[DATA SECTION]:

----

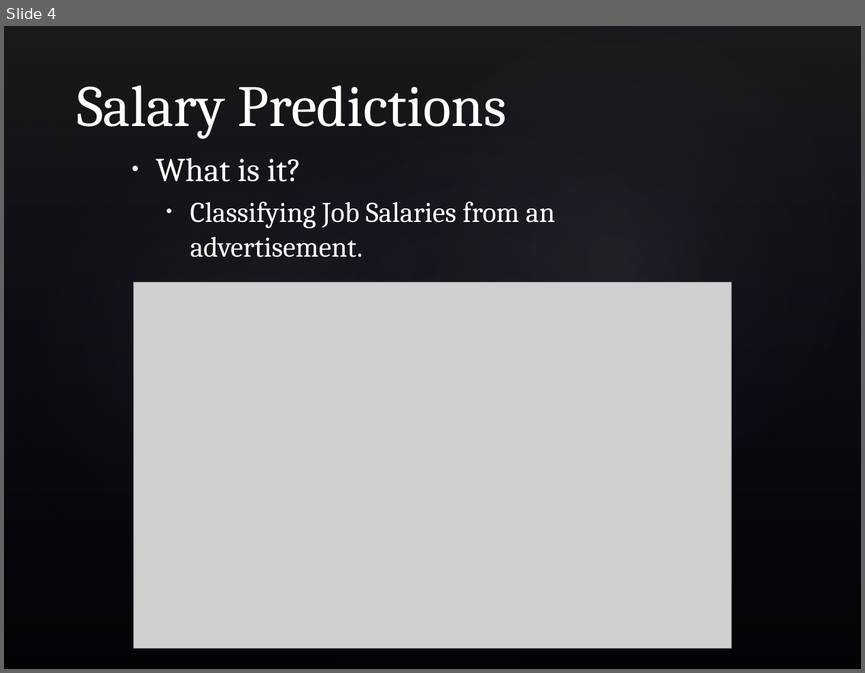
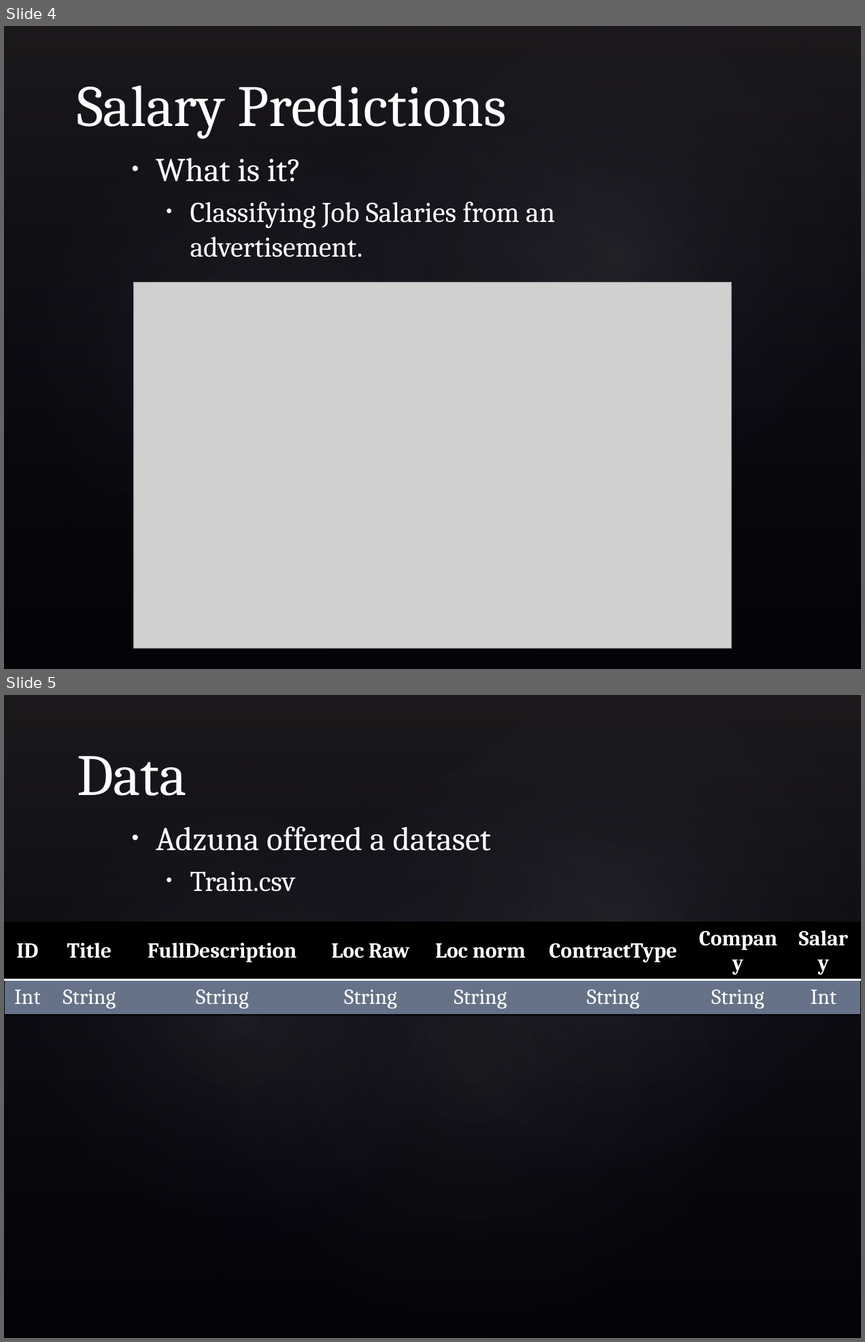
Before and after one commit to bradens/adzuna-competition, a slide deck: presentation.pptx. Shown one above the other, each under a label of ours: slide 4 before the commit, slides 4 and 5 after it. The pictures are 865x673 and 865x1342 pixels, drawn with LibreOffice and Linux fonts; fonts in the diff are those of the drawing; grey boxes stand for pictures; background and template pictures are left out. Boxes give left, top, right and bottom in pixels: in the first picture for what was removed or moved away, otherwise in the second. Text is boxed around its words. In the diff, an @@ line names an element or a change of style, - is before the commit and + after.

```diff
--- a/presentation.pptx
+++ b/presentation.pptx
@@ slide 5 added at (4, 695, 861, 1338), background picture (left out); not listed: 4 template elements that a slide beside it also shows @@
@@ title added at (77, 756, 187, 796), 49 pt, text #FFFFFF @@
+Data
@@ text added at (156, 826, 491, 892), 28 pt, text #FFFFFF @@
+• Adzuna offered a dataset
+  • Train.csv
@@ table added at (4, 922, 861, 1017), 2 rows, 8 columns @@
+ID | Title | FullDescription | Loc Raw | Loc norm | ContractType | Company | Salary
+Int | String | String | String | String | String | String | Int
```
Also in this commit, not shown: 7 other slides added, 1 slide removed, 1 other file.

----

[EXERCISE]: Count the lines of the data that include the string "added", and give only that number.

[ANSWER TO THIS EXERCISE]: 5